A ‘Picture-Perfect’ Regulatory System

We need rules and regulations, but nothing beats voluntary compliance. There are ways to make that happen.
March 21, 2012 AT 11:00 AM
Babak Armajani
By Babak Armajani  |  Contributor
Babak Armajani was a Governing contributor. He was the chair for the Public Strategies Group, where he and his partners focused on transforming bureaucracies into customer-focused enterprises.

Pictures can say a lot. I want you to take a quick look at some pictures that will help you think about ways to improve the regulatory systems you manage.

First, let's define success. Much of what government does involves getting people to behave in a certain way that enhances the overall well-being of the community. "Regulation" is kind of a misnomer, as it is just one means to the ultimate end — that people comply with an established behavior, norm or rule. We call this "compliance."

There is more to the bottom line, however. Not only do we want people to comply, but we want compliance to cost as little as possible. This includes the cost of the burden on the complier as well as the cost to government of making sure people comply. So, the bottom line is maximizing compliance and minimizing cost.

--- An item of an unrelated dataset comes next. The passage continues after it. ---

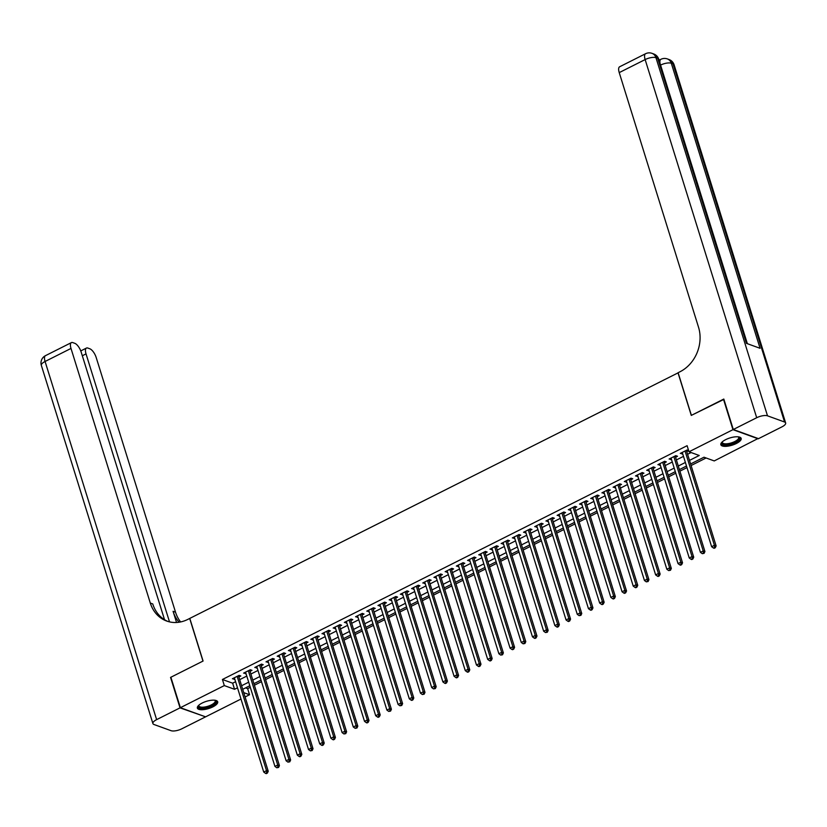 <?xml version="1.0" encoding="UTF-8"?>
<svg xmlns="http://www.w3.org/2000/svg" width="827" height="827" viewBox="0 0 827 827"><rect width="100%" height="100%" fill="white"/><g stroke="black" fill="none" stroke-linecap="round" stroke-linejoin="round"><path stroke-width="1.24" d="M202.222 703.012A10.648 3.773 -17.3 0 1 217.697 701.782A10.648 3.773 -17.3 0 1 212.859 706.868A10.648 3.773 -17.3 0 1 197.374 708.108A10.648 3.773 -17.3 0 1 202.222 703.012M725.692 439.633A10.648 3.773 -17.3 0 1 741.178 438.403A10.648 3.773 -17.3 0 1 736.33 443.499A10.648 3.773 -17.3 0 1 720.855 444.73A10.648 3.773 -17.3 0 1 725.692 439.633M758.08 438.486L714.239 460.928L704.004 457.217L690.607 463.968M245.557 687.878L247.645 688.643L250.292 687.309M254.396 685.242L261.487 681.675M265.591 679.608L272.683 676.041M276.787 673.974L283.878 670.408M287.982 668.34L295.074 664.774M299.188 662.706L306.279 659.14M310.383 657.072L317.475 653.506M321.579 651.438L328.67 647.872M332.774 645.804L339.866 642.238M343.97 640.17L351.062 636.604M355.176 634.536L362.257 630.97M366.371 628.902L373.463 625.336M377.567 623.269L384.658 619.702M388.762 617.635L395.854 614.068M399.958 612.001L407.049 608.434M411.153 606.367L418.245 602.8M422.359 600.733L429.451 597.166M433.555 595.099L440.646 591.532M444.75 589.465L451.842 585.898M455.946 583.841L463.037 580.265M467.141 578.207L474.233 574.631M478.347 572.573L485.428 568.997M489.543 566.94L496.634 563.363M500.738 561.306L507.83 557.729M511.934 555.672L519.025 552.095M523.129 550.038L530.221 546.471M534.325 544.404L541.416 540.837M545.531 538.77L552.622 535.203M556.726 533.136L563.818 529.569M567.922 527.502L575.013 523.936M579.117 521.868L586.209 518.302M590.313 516.234L597.404 512.668M601.508 510.6L608.6 507.034M612.714 504.966L619.805 501.4M623.909 499.332L631.001 495.766M635.105 493.698L642.197 490.132M646.301 488.064L653.392 484.498M657.496 482.43L664.588 478.864M668.702 476.797L675.793 473.23M679.897 471.163L686.989 467.596M691.093 465.529L706.093 457.982M247.645 688.643L249.547 694.732L245.092 696.965M240.988 699.032L205.592 716.844L180.369 707.695L224.313 685.583L234.548 689.294L237.494 687.806M238.869 676.972L240.822 675.979L239.117 675.37L232.408 678.75L234.765 679.039M250.064 671.338L252.018 670.346L250.323 669.736L243.603 673.116L245.96 673.405M261.26 665.704L263.224 664.722L261.518 664.102L254.799 667.482L257.156 667.771M272.455 660.07L274.419 659.088L272.714 658.468L265.994 661.848L268.351 662.138M283.651 654.436L285.615 653.454L283.909 652.834L277.19 656.214L279.547 656.504M294.857 648.802L296.81 647.82L295.105 647.2L288.385 650.58L290.742 650.87M306.052 643.168L308.006 642.186L306.3 641.566L299.591 644.946L301.948 645.236M317.248 637.534L319.212 636.552L317.506 635.932L310.787 639.312L313.144 639.602M328.443 631.9L330.407 630.918L328.701 630.298L321.982 633.678L324.339 633.968M339.639 626.266L341.603 625.284L339.897 624.664L333.178 628.044L335.535 628.334M350.844 620.632L352.798 619.65L351.093 619.03L344.373 622.411L346.73 622.7M362.04 614.999L363.994 614.016L362.288 613.396L355.569 616.777L357.926 617.066M373.235 609.365L375.189 608.383L373.494 607.762L366.774 611.143L369.131 611.432M384.431 603.731L386.395 602.749L384.689 602.128L377.97 605.509L380.327 605.798M395.626 598.097L397.591 597.115L395.885 596.494L389.166 599.875L391.522 600.164M406.822 592.463L408.786 591.481L407.08 590.86L400.361 594.241L402.718 594.53M418.028 586.829L419.982 585.847L418.276 585.227L411.557 588.607L413.913 588.896M429.223 581.195L431.177 580.213L429.471 579.593L422.762 582.973L425.119 583.262M440.419 575.561L442.383 574.579L440.677 573.959L433.958 577.339L436.315 577.628M451.614 569.927L453.578 568.945L451.873 568.325L445.153 571.705L447.51 571.995M462.81 564.293L464.774 563.311L463.068 562.691L456.349 566.071L458.706 566.361M474.016 558.659L475.97 557.677L474.264 557.057L467.544 560.437L469.901 560.727M485.211 553.025L487.165 552.043L485.459 551.423L478.74 554.803L481.097 555.093M496.407 547.391L498.361 546.409L496.665 545.789L489.946 549.169L492.303 549.459M507.602 541.757L509.566 540.775L507.861 540.155L501.141 543.535L503.498 543.825M518.798 536.123L520.762 535.141L519.056 534.521L512.337 537.901L514.694 538.191M529.993 530.489L531.957 529.507L530.252 528.887L523.532 532.268L525.889 532.557M541.199 524.856L543.153 523.873L541.447 523.253L534.728 526.634L537.085 526.923M552.395 519.222L554.348 518.24L552.643 517.619L545.934 521L548.291 521.289M563.59 513.588L565.554 512.606L563.849 511.985L557.129 515.366L559.486 515.655M574.786 507.954L576.75 506.972L575.044 506.351L568.325 509.732L570.682 510.021M585.981 502.32L587.945 501.338L586.24 500.717L579.52 504.098L581.877 504.387M597.177 496.686L599.141 495.704L597.435 495.084L590.716 498.464L593.073 498.753M608.383 491.062L610.336 490.07L608.631 489.45L601.911 492.83L604.268 493.119M619.578 485.428L621.532 484.436L619.837 483.816L613.117 487.196L615.474 487.485M630.774 479.794L632.738 478.802L631.032 478.182L624.313 481.562L626.67 481.852M641.969 474.16L643.933 473.168L642.228 472.548L635.508 475.928L637.865 476.218M653.165 468.527L655.129 467.534L653.423 466.914L646.704 470.294L649.061 470.584M664.37 462.893L666.324 461.9L664.619 461.28L657.899 464.66L660.256 464.95M675.566 457.259L677.52 456.266L675.814 455.646L669.105 459.026L671.462 459.316M689.491 460.391L699.239 455.491L689.005 451.78L687.113 445.691L222.422 679.484L232.645 683.195L235.592 681.717M239.696 679.649L246.787 676.083M250.901 674.015L257.993 670.449M262.097 668.381L269.188 664.815M273.292 662.747L280.384 659.181M284.488 657.114L291.58 653.547M295.684 651.48L302.775 647.913M306.889 645.846L313.971 642.279M318.085 640.212L325.176 636.645M329.28 634.578L336.372 631.011M340.476 628.944L347.567 625.377M351.671 623.31L358.763 619.743M362.867 617.676L369.958 614.11M374.073 612.042L381.164 608.476M385.268 606.408L392.36 602.842M396.464 600.774L403.555 597.208M407.659 595.14L414.751 591.574M418.855 589.506L425.946 585.94M430.061 583.872L437.142 580.306M441.256 578.238L448.348 574.672M452.452 572.604L459.543 569.038M463.647 566.971L470.739 563.404M474.843 561.337L481.934 557.77M486.038 555.703L493.13 552.136M497.244 550.069L504.336 546.502M508.44 544.445L515.531 540.868M519.635 538.811L526.727 535.234M530.831 533.177L537.922 529.6M542.026 527.543L549.118 523.967M553.222 521.909L560.313 518.333M564.428 516.275L571.519 512.699M575.623 510.641L582.715 507.075M586.819 505.008L593.91 501.441M598.014 499.374L605.106 495.807M609.21 493.74L616.301 490.173M620.415 488.106L627.507 484.539M631.611 482.472L638.702 478.905M642.806 476.838L649.898 473.271M654.002 471.204L661.093 467.637M665.197 465.57L672.289 462.004M676.393 459.936L683.484 456.37M687.599 454.302L691.103 452.534M688.643 450.612L687.02 450.012L680.301 453.392L682.657 453.692M686.761 451.625L688.664 450.663M180.369 707.695L170.879 677.241L203.08 661.042L189.796 618.4L678.15 372.822M677.995 372.77L691.279 415.412L723.914 399.369M723.47 399.214L732.96 429.668L758.183 438.817M222.422 679.484L224.313 685.583M689.005 451.78L732.96 429.668M241.598 685.738L248.689 682.172M252.793 680.104L259.885 676.538M263.989 674.47L271.08 670.904M275.195 668.836L282.276 665.27M286.39 663.202L293.482 659.636M297.586 657.568L304.677 654.002M308.781 651.934L315.873 648.368M319.977 646.301L327.068 642.734M331.172 640.667L338.264 637.1M342.378 635.033L349.47 631.466M353.574 629.399L360.665 625.832M364.769 623.765L371.861 620.198M375.965 618.131L383.056 614.564M387.16 612.507L394.252 608.93M398.366 606.873L405.447 603.297M409.561 601.239L416.653 597.663M420.757 595.605L427.848 592.029M431.952 589.971L439.044 586.395M443.148 584.338L450.239 580.761M454.343 578.704L461.435 575.137M465.549 573.07L472.641 569.503M476.745 567.436L483.836 563.869M487.94 561.802L495.032 558.235M499.136 556.168L506.227 552.601M510.331 550.534L517.423 546.967M521.527 544.9L528.618 541.334M532.733 539.266L539.824 535.7M543.928 533.632L551.02 530.066M555.124 527.998L562.215 524.432M566.319 522.364L573.411 518.798M577.515 516.73L584.606 513.164M588.721 511.096L595.812 507.53M599.916 505.462L607.008 501.896M611.112 499.828L618.203 496.262M622.307 494.195L629.399 490.628M633.503 488.561L640.594 484.994M644.698 482.927L651.79 479.36M655.904 477.293L662.996 473.726M667.1 471.659L674.191 468.092M678.295 466.025L685.387 462.458M243.738 692.623L249.547 694.732M686.503 466.025L679.412 469.602M675.297 471.659L668.206 475.236M664.102 477.293L657.01 480.869M652.906 482.927L645.815 486.503M641.711 488.561L634.619 492.137M630.515 494.195L623.424 497.771M619.32 499.828L612.228 503.395M608.114 505.462L601.022 509.029M596.918 511.096L589.827 514.663M585.723 516.73L578.631 520.297M574.527 522.364L567.436 525.931M563.332 527.998L556.24 531.565M552.126 533.632L545.034 537.199M540.93 539.266L533.839 542.832M529.735 544.9L522.643 548.466M518.539 550.534L511.448 554.1M507.344 556.168L500.252 559.734M496.148 561.802L489.057 565.368M484.942 567.436L477.851 571.002M473.747 573.07L466.655 576.636M462.551 578.704L455.46 582.27M451.356 584.338L444.264 587.904M440.16 589.971L433.069 593.538M428.955 595.605L421.863 599.172M417.759 601.239L410.668 604.806M406.564 606.873L399.472 610.44M395.368 612.507L388.276 616.074M384.173 618.141L377.081 621.708M372.977 623.775L365.885 627.342M361.771 629.409L354.68 632.975M350.576 635.043L343.484 638.609M339.38 640.677L332.289 644.243M328.185 646.311L321.093 649.877M316.989 651.945L309.898 655.511M305.783 657.579L298.702 661.145M294.588 663.213L287.496 666.779M283.392 668.847L276.301 672.413M272.197 674.481L265.105 678.047M261.001 680.114L253.91 683.681M249.806 685.748L242.714 689.315M232.645 683.195L234.548 689.294M681.603 452.741L682.006 454.013M670.408 458.375L670.8 459.647M659.212 464.009L659.605 465.281M648.017 469.643L648.409 470.914M636.811 475.277L637.214 476.548M625.615 480.911L626.018 482.182M614.42 486.545L614.812 487.816M603.224 492.179L603.617 493.45M592.029 497.813L592.421 499.084M580.833 503.447L581.226 504.718M569.627 509.081L570.03 510.352M558.432 514.714L558.835 515.986M547.236 520.348L547.629 521.62M536.041 525.982L536.434 527.254M524.845 531.616L525.238 532.888M513.639 537.25L514.043 538.522M502.444 542.884L502.847 544.156M491.248 548.518L491.651 549.79M480.053 554.142L480.446 555.424M468.857 559.776L469.25 561.057M457.662 565.41L458.055 566.691M446.456 571.043L446.859 572.325M435.26 576.677L435.664 577.959M424.065 582.311L424.458 583.593M412.869 587.945L413.262 589.227M401.674 593.579L402.067 594.861M390.468 599.213L390.871 600.495M379.273 604.847L379.676 606.129M368.077 610.481L368.48 611.763M356.882 616.115L357.274 617.397M345.686 621.749L346.079 623.031M334.49 627.383L334.883 628.665M323.285 633.017L323.688 634.299M312.089 638.651L312.492 639.933M300.894 644.285L301.286 645.567M289.698 649.919L290.091 651.2M278.503 655.553L278.895 656.834M267.297 661.187L267.7 662.468M256.101 666.82L256.504 668.092M244.906 672.454L245.309 673.726M233.71 678.088L234.103 679.36M685.056 451.004L714.425 545.293L711.623 546.699L682.254 452.41M686.4 450.333A1.365 1.158 -70.1 0 0 686.462 450.643L716.13 545.913L714.425 545.293L714.59 547.484L713.474 548.043L714.156 548.291L715.272 547.732L714.59 547.484M715.272 547.732L716.13 545.913M711.623 546.699L713.474 548.043M738.47 436.873A9.211 3.267 -17.3 0 1 738.48 436.873A9.211 3.267 -17.3 0 1 738.48 440.14A9.211 3.267 -17.3 0 1 727.346 444.647A9.211 3.267 -17.3 0 1 722.209 441.938L722.209 441.938M722.395 441.773A8.528 3.029 162.7 0 0 722.374 442.517A8.528 3.029 162.7 0 0 728.928 443.499A8.528 3.029 162.7 0 0 737.715 439.561A8.528 3.029 162.7 0 0 738.666 437.442A8.528 3.029 162.7 0 0 738.222 436.842M720.803 444.12A10.575 3.753 162.7 0 0 729.3 444.843A10.575 3.753 162.7 0 0 739.627 440.067A10.575 3.753 162.7 0 0 740.868 437.865M214.999 700.252L214.999 700.252A9.211 3.267 -17.3 0 1 214.999 703.508A9.211 3.267 -17.3 0 1 203.876 708.026A9.211 3.267 -17.3 0 1 198.728 705.317L198.728 705.317M198.914 705.152A8.528 3.029 162.7 0 0 198.904 705.896A8.528 3.029 162.7 0 0 205.458 706.878A8.528 3.029 162.7 0 0 214.234 702.94A8.528 3.029 162.7 0 0 215.185 700.82A8.528 3.029 162.7 0 0 214.751 700.211M197.322 707.498A10.575 3.753 162.7 0 0 205.83 708.212A10.575 3.753 162.7 0 0 216.147 703.446A10.575 3.753 162.7 0 0 217.398 701.244M659.067 60.237A8.187 3.236 -116.7 0 1 659.212 60.144L660.897 59.306A8.187 3.236 63.3 0 0 660.049 63.39M659.801 59.854L658.84 59.513M733.291 429.502L758.524 438.651L781.918 426.877A8.187 2.905 162.7 0 0 785.65 422.959A8.187 2.905 162.7 0 0 784.554 422.008L767.508 415.826A8.187 2.905 162.7 0 0 756.695 417.728L733.291 429.502L723.811 399.048L691.393 415.35L678.109 372.719L680.011 371.757A34.124 28.904 -70.1 0 0 698.526 327.223L619.227 72.611A8.187 3.236 -116.7 0 1 619.63 66.78L645.556 53.734A8.187 3.236 63.3 0 0 645.143 59.575L619.227 72.611M756.695 417.728L645.143 59.575A8.187 2.905 -17.3 0 1 655.956 57.673L657.661 58.293L746.44 343.35L760.075 348.301L671.297 63.234L673.002 63.855A8.187 2.905 -17.3 0 1 674.098 64.806L785.65 422.959M180.028 707.86L170.548 677.406L202.966 661.093L189.683 618.462L187.781 619.413A34.124 28.904 109.9 0 1 166.661 621.036A34.124 28.904 109.9 0 1 150.297 603.048L70.998 348.436L45.082 361.482L156.634 719.635L180.028 707.86L205.158 716.678M169.504 621.873L86.029 353.894A8.187 3.236 63.3 0 1 86.442 348.064A8.187 3.236 63.3 0 1 87.848 348.064L89.854 348.798A8.187 3.236 63.3 0 1 96.221 357.595L175.531 612.197A34.124 28.904 109.9 0 0 180.606 621.945M179.118 622.214A34.124 28.904 109.9 0 1 173.07 611.308L176.554 622.473M156.634 719.635A8.187 2.905 162.7 0 0 152.902 723.553A8.187 2.905 162.7 0 0 153.998 724.504L171.044 730.686A8.187 2.905 162.7 0 0 181.857 728.783L205.261 717.009M164.532 619.702L81.191 352.137A8.187 3.236 63.3 0 0 74.823 343.339L72.817 342.616A8.187 3.236 63.3 0 0 71.411 342.605A8.187 3.236 63.3 0 0 70.998 348.436M167.902 621.449A34.124 28.904 109.9 0 1 152.757 603.937L150.297 603.048M673.86 456.638L703.229 550.927L700.428 552.333L671.059 458.044M675.204 455.966A1.365 1.158 -70.1 0 0 675.256 456.277L704.935 551.547L703.229 550.927L703.395 553.118L702.268 553.677L704.077 553.366L703.395 553.118M704.077 553.366L704.935 551.547M700.428 552.333L702.268 553.677M662.665 462.272L692.034 556.561L689.232 557.967L659.863 463.678M663.998 461.6A1.365 1.158 -70.1 0 0 664.06 461.911L693.729 557.181L692.034 556.561L692.199 558.752L691.072 559.31L691.754 559.559L692.871 559L692.199 558.752M692.871 559L693.729 557.181M689.232 557.967L691.072 559.31M651.469 467.906L680.828 562.195L678.037 563.601L648.668 469.312M652.803 467.224A1.365 1.158 -70.1 0 0 652.865 467.544L682.533 562.815L680.828 562.195L680.993 564.386L679.877 564.944L680.559 565.192L681.675 564.634L680.993 564.386M681.675 564.634L682.533 562.815M678.037 563.601L679.877 564.944M640.263 473.54L669.632 567.829L666.831 569.234L637.472 474.946M641.607 472.858A1.365 1.158 -70.1 0 0 641.669 473.178L671.338 568.449L669.632 567.829L669.798 570.02L668.681 570.578L670.48 570.268L669.798 570.02M670.48 570.268L671.338 568.449M666.831 569.234L668.681 570.578M629.068 479.174L658.437 573.462L655.635 574.868L626.266 480.58M630.412 478.492A1.365 1.158 -70.1 0 0 630.474 478.812L660.142 574.083L658.437 573.462L658.602 575.654L657.486 576.212L658.168 576.46L659.284 575.902L658.602 575.654M659.284 575.902L660.142 574.083M655.635 574.868L657.486 576.212M617.872 484.808L647.241 579.096L644.44 580.502L615.071 486.214M619.216 484.126A1.365 1.158 -70.1 0 0 619.268 484.446L648.947 579.717L647.241 579.096L647.407 581.288L646.29 581.846L648.089 581.536L647.407 581.288M648.089 581.536L648.947 579.717M644.44 580.502L646.29 581.846M606.677 490.442L636.046 584.73L633.244 586.136L603.875 491.848M608.021 489.76A1.365 1.158 -70.1 0 0 608.072 490.08L637.751 585.351L636.046 584.73L636.211 586.922L635.084 587.48L635.767 587.728L636.893 587.17L636.211 586.922M636.893 587.17L637.751 585.351M633.244 586.136L635.084 587.48M595.481 496.076L624.85 590.364L622.049 591.77L592.68 497.482M596.815 495.394A1.365 1.158 -70.1 0 0 596.877 495.714L626.546 590.985L624.85 590.364L625.005 592.556L623.889 593.114L624.571 593.362L625.688 592.804L625.005 592.556M625.688 592.804L626.546 590.985M622.049 591.77L623.889 593.114M584.275 501.71L613.644 595.998L610.853 597.404L581.484 503.116M585.619 501.028A1.365 1.158 -70.1 0 0 585.681 501.348L615.35 596.618L613.644 595.998L613.81 598.19L612.693 598.748L613.376 598.996L614.492 598.438L613.81 598.19M614.492 598.438L615.35 596.618M610.853 597.404L612.693 598.748M573.08 507.344L602.449 601.632L599.647 603.038L570.279 508.75M574.424 506.662A1.365 1.158 -70.1 0 0 574.486 506.982L604.155 602.252L602.449 601.632L602.614 603.824L601.498 604.382L602.18 604.63L603.297 604.072L602.614 603.824M603.297 604.072L604.155 602.252M599.647 603.038L601.498 604.382M561.884 512.978L591.253 607.266L588.452 608.672L559.083 514.384M563.228 512.295A1.365 1.158 -70.1 0 0 563.29 512.616L592.959 607.886L591.253 607.266L591.419 609.458L590.302 610.016L590.985 610.264L592.101 609.706L591.419 609.458M592.101 609.706L592.959 607.886M588.452 608.672L590.302 610.016M550.689 518.612L580.058 612.9L577.256 614.306L547.887 520.018M552.033 517.929A1.365 1.158 -70.1 0 0 552.085 518.25L581.763 613.52L580.058 612.9L580.223 615.092L579.096 615.65L580.905 615.34L580.223 615.092M580.905 615.34L581.763 613.52M577.256 614.306L579.096 615.65M539.493 524.246L568.862 618.534L566.061 619.94L536.692 525.652M540.837 523.563A1.365 1.158 -70.1 0 0 540.889 523.884L570.558 619.144L568.862 618.534L569.028 620.726L567.901 621.284L568.583 621.532L569.71 620.974L569.028 620.726M569.71 620.974L570.558 619.144M566.061 619.94L567.901 621.284M528.298 529.88L557.656 624.168L554.865 625.574L525.496 531.285M529.631 529.197A1.365 1.158 -70.1 0 0 529.693 529.518L559.362 624.778L557.656 624.168L557.822 626.359L556.705 626.918L557.388 627.166L558.504 626.608L557.822 626.359M558.504 626.608L559.362 624.778M554.865 625.574L556.705 626.918M517.092 535.514L546.461 629.802L543.659 631.208L514.301 536.919M518.436 534.831A1.365 1.158 -70.1 0 0 518.498 535.152L548.167 630.412L546.461 629.802L546.626 631.993L545.51 632.552L547.309 632.241L546.626 631.993M547.309 632.241L548.167 630.412M543.659 631.208L545.51 632.552M505.897 541.147L535.265 635.436L532.464 636.842L503.095 542.553M507.24 540.465A1.365 1.158 -70.1 0 0 507.302 540.786L536.971 636.046L535.265 635.436L535.431 637.627L534.314 638.186L534.997 638.434L536.113 637.875L535.431 637.627M536.113 637.875L536.971 636.046M532.464 636.842L534.314 638.186M494.701 546.781L524.07 641.07L521.268 642.476L491.9 548.187M496.045 546.099A1.365 1.158 -70.1 0 0 496.107 546.42L525.776 641.68L524.07 641.07L524.235 643.261L523.119 643.819L524.918 643.509L524.235 643.261M524.918 643.509L525.776 641.68M521.268 642.476L523.119 643.819M483.506 552.405L512.874 646.704L510.073 648.11L480.704 553.821M484.849 551.733A1.365 1.158 -70.1 0 0 484.901 552.054L514.58 647.314L512.874 646.704L513.04 648.895L511.913 649.453L512.595 649.702L513.722 649.143L513.04 648.895M513.722 649.143L514.58 647.314M510.073 648.11L511.913 649.453M472.31 558.039L501.679 652.338L498.877 653.743L469.509 559.455M473.644 557.367A1.365 1.158 -70.1 0 0 473.706 557.687L503.374 652.948L501.679 652.338L501.834 654.529L500.717 655.087L502.516 654.777L501.834 654.529M502.516 654.777L503.374 652.948M498.877 653.743L500.717 655.087M461.104 563.673L490.473 657.972L487.682 659.377L458.313 565.089M462.448 563.001A1.365 1.158 -70.1 0 0 462.51 563.321L492.179 658.581L490.473 657.972L490.638 660.163L489.522 660.721L490.204 660.969L491.321 660.401L490.638 660.163M491.321 660.401L492.179 658.581M487.682 659.377L489.522 660.721M449.909 569.307L479.278 663.605L476.476 665.011L447.107 570.723M451.253 568.635A1.365 1.158 -70.1 0 0 451.315 568.955L480.983 664.215L479.278 663.605L479.443 665.797L478.326 666.355L479.009 666.603L480.125 666.035L479.443 665.797M480.125 666.035L480.983 664.215M476.476 665.011L478.326 666.355M438.713 574.941L468.082 669.239L465.281 670.645L435.912 576.357M440.057 574.269A1.365 1.158 -70.1 0 0 440.119 574.589L469.788 669.849L468.082 669.239L468.247 671.431L467.131 671.989L467.813 672.237L468.93 671.669L468.247 671.431M468.93 671.669L469.788 669.849M465.281 670.645L467.131 671.989M427.518 580.575L456.886 674.863L454.085 676.279L424.716 581.991M428.862 579.903A1.365 1.158 -70.1 0 0 428.913 580.223L458.592 675.483L456.886 674.863L457.052 677.065L455.925 677.623L456.607 677.871L457.734 677.303L457.052 677.065M457.734 677.303L458.592 675.483M454.085 676.279L455.925 677.623M416.322 586.209L445.691 680.497L442.89 681.913L413.521 587.625M417.666 585.537A1.365 1.158 -70.1 0 0 417.718 585.857L447.397 681.117L445.691 680.497L445.856 682.688L444.73 683.257L445.412 683.505L446.539 682.937L445.856 682.688M446.539 682.937L447.397 681.117M442.89 681.913L444.73 683.257M405.127 591.843L434.485 686.131L431.694 687.547L402.325 593.259M406.46 591.171A1.365 1.158 -70.1 0 0 406.522 591.491L436.191 686.751L434.485 686.131L434.651 688.322L433.534 688.891L435.333 688.571L434.651 688.322M435.333 688.571L436.191 686.751M431.694 687.547L433.534 688.891M393.921 597.476L423.29 691.765L420.488 693.181L391.13 598.893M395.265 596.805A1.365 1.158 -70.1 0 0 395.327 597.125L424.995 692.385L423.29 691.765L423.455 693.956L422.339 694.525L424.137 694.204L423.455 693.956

Using a definition like this opens the door to creative possibilities. Historically, we have used regulation to achieve compliance. It involves promulgating a rule or law, inspecting behavior and penalizing non-compliance through some sort of due process. This approach is both necessary and expensive.

If we could complement expensive enforcement with getting people to comply voluntarily, it would improve the bottom line. Look at the pictures below. Each demonstrates an important principle for raising voluntary compliance while reducing cost.

But you have to do a little translating to make this work. I'm not suggesting that you replicate these examples exactly. Rather, understand the principle that makes them work in one setting and apply that principle in your own compliance setting.

Radar sign Here's a picture of one of those radar speed signs. They are cheap, and they work to get many people to slow down. They involve this principle: If you give people feedback on their level of compliance, many of them will improve their compliance.

This speed sign, in Sweden, has another twist. It photographs your license plate and, if you are within the speed limit, it automatically enters you in a lottery.

Another principle: If compliance is rewarding, people will raise their compliance. This is distinct from and complementary to the principle of punishment that underlies traditional regulation.

Trash can Here's a talking trash can. This one thanks you when you throw something in. In the Netherlands, they have trash cans that tell you a joke. Take a look at this little video that shows my personal favorite trash can in action.

OK. These things are cute. But, how about some examples from a higher-risk compliance function, such as transportation security?

Pictured below are some happy travelers participating in the Transportation Security Administration's new "pre-check" program. Through this experimental program, frequent flyers who register through their airlines get to use a special line at airport security. They need not take off their belt and shoes, nor take their laptop out of their bag, nor display their toiletries. And the line is very fast.

TSA pre-check linePre-check is based on another important principle: Treat compliers differentially based on the risk they pose. Past history of compliance is one predictor of risk. This principle is called "situational compliance," sometimes referred to as "risk-based compliance."

One of the highest-risk government compliance functions is regulation of the nuclear power industry. This is an area where we cannot afford non-compliance. Yet the Nuclear Regulatory Commission is pioneering another compliance principle called "performance-based regulation."

Nuclear plant schematic This picture shows a high level schematic of a nuclear reactor. The NRC used to have volumes and volumes of regulations that specified thousands of procedures necessary to keep nuclear power "safe." Hundreds of such procedures, for example, pertained to reactors' cooling pipes.

Many of those procedures have now been replaced with performance standards. For example, there might be a performance standard that says cooling-water pipes need to be able to withstand so many pounds per square inch of pressure.

This form of regulation does two things. First, and foremost, it makes the plants safer. We no longer rely on welding procedures and pipe construction procedures — instead, we focus on the safety bottom line.

But there is another benefit. In some cases compliance may be less expensive — for NRC inspectors, testing pipe-pressure standards is simpler than inspecting all the procedures. Nuclear-plant operators are now innovating ways to meet the performance standards, and they are learning from one another. Sometimes they can lower their burden of compliance. This dynamic has the potential to create a learning system whereby we are continuously finding better ways to build and operate nuclear-power plants.

These are a few promising best practices. With a little imagination and creative engineering, you can deploy these principles to win voluntary compliance in a wide range of functions. You cannot and should not eliminate enforcement; some people simply defy the expectations. Yet you can raise total compliance and reduce the cost to government and the burden on the complier.